Я и сейчас, много-много лет спустя, как будто это было только вчера, вижу себя в тот день, тревожно спящего около молчаливого барабана и безмолвной трубы — геликона, среди беспорядочно окружающих меня пюпитров без нот.

Иногда я спрашиваю себя — почему уфимский цирк никогда не уходит из моей памяти? Почему те несколько месяцев, которые я провёл на его арене и главным образом, конечно, за кулисами, преследуют меня всю жизнь, заслоняя порой и более важные для моей судьбы, более поздние и продолжительные по времени события?

Детство. Вот объяснение той цепкости, которая держит в моём сознании картины уфимской цирковой жизни. Детство — великая пора человеческой судьбы, её исход, когда каждое зерно, случайно или намеренно брошенное в пашню твоего будущего, рано или поздно, но всё-таки прорастает на ниве твоей зрелости (сорняком ли, злаком ли), и жатва судьбы щедра или скудна, наверное, только от того, как ты жил в своём детстве.

Когда мне исполнилось десять лет, мне подарили книгу Пушкина — полное собрание сочинение в одном томе. (Я уже до войны грешил стихами, и этот подарок, как я это сейчас понимаю, папа и мама сделали мне для того, чтобы, как говорится поставить моё детское увлечение на серьёзную основу.)
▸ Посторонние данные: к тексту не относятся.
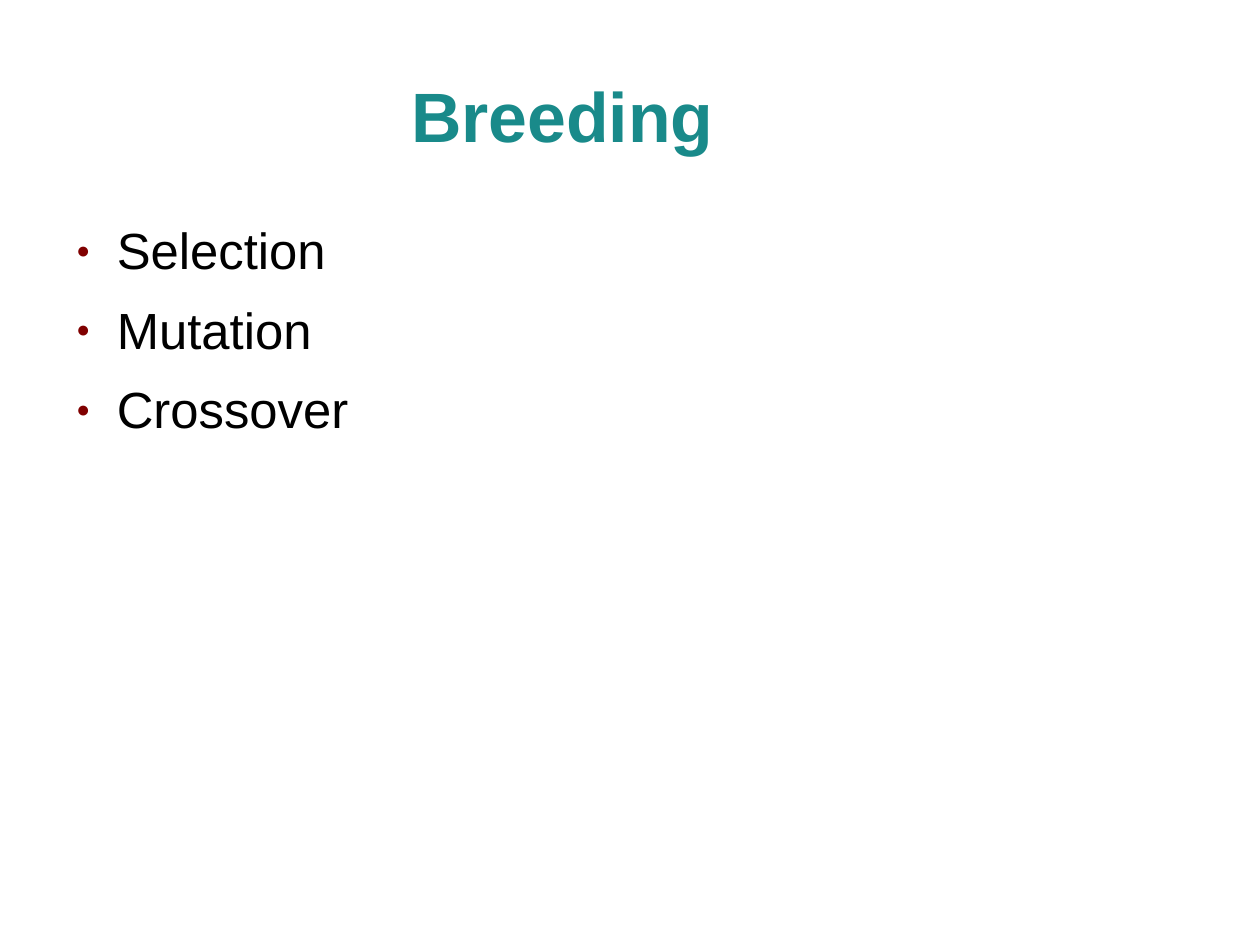
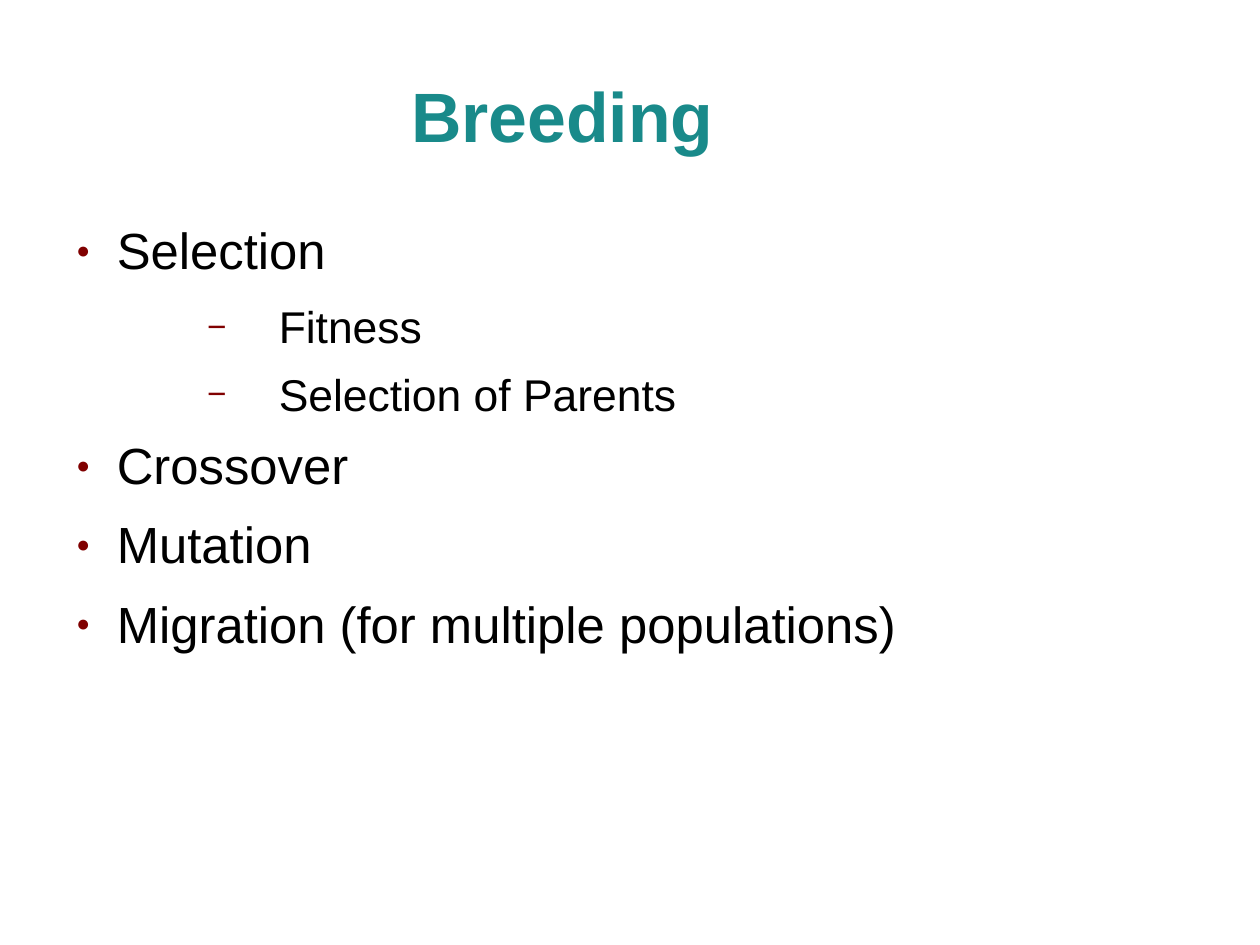
Before and after one commit to craignicol/geneticalgorithmtemplates, a slide deck: slide 5 of talks-and-presentations/techmeetup-glasgow-20090701/GeneticAlgorithms.ppt. Drawn at 1260x945 pixels with LibreOffice and Linux fonts; fonts in the diff are those of the drawing; background and template pictures are left out. Boxes give left, top, right and bottom in pixels: in the first picture for what was removed or moved away, otherwise in the second. Text is boxed around its words. In the diff, an @@ line names an element or a change of style, - is before the commit and + after.

```diff
--- a/talks-and-presentations/techmeetup-glasgow-20090701/GeneticAlgorithms.ppt
+++ b/talks-and-presentations/techmeetup-glasgow-20090701/GeneticAlgorithms.ppt
@@ text at [117, 310, 676, 485]: paragraphs added @@
+  − Fitness
+  − Selection of Parents
+● Crossover
@@ text at [117, 606, 896, 653]: text changed @@
-● Crossover
+● Migration (for multiple populations)
```
Also in this commit, not shown: 2 other slides changed, 2 other files.

Получив подарок в день своего десятилетия (первая круглая дата), я, откровенно сказать, был поражён и удивлён тем, что всё написанное Александром Сергеевичем Пушкиным — великим Пушкиным! — издано всего лишь в одном томе. Все стихотворения, поэмы, сказки, повести Белкина, «Евгений Онегин» — и только один том. Это почему-то не укладывалось в моём сознании. Детскими своими мозгами я как-то не мог уловить этот книгоиздательский секрет. Мне было даже немного обидно за Пушкина. И я с недоверием уселся за книгу. Мне даже казалось, что здесь есть какой-то обман, потому что, нельзя, абсолютно нельзя было, с моей тогдашней точки зрения, запихнуть всего Пушкина в один том.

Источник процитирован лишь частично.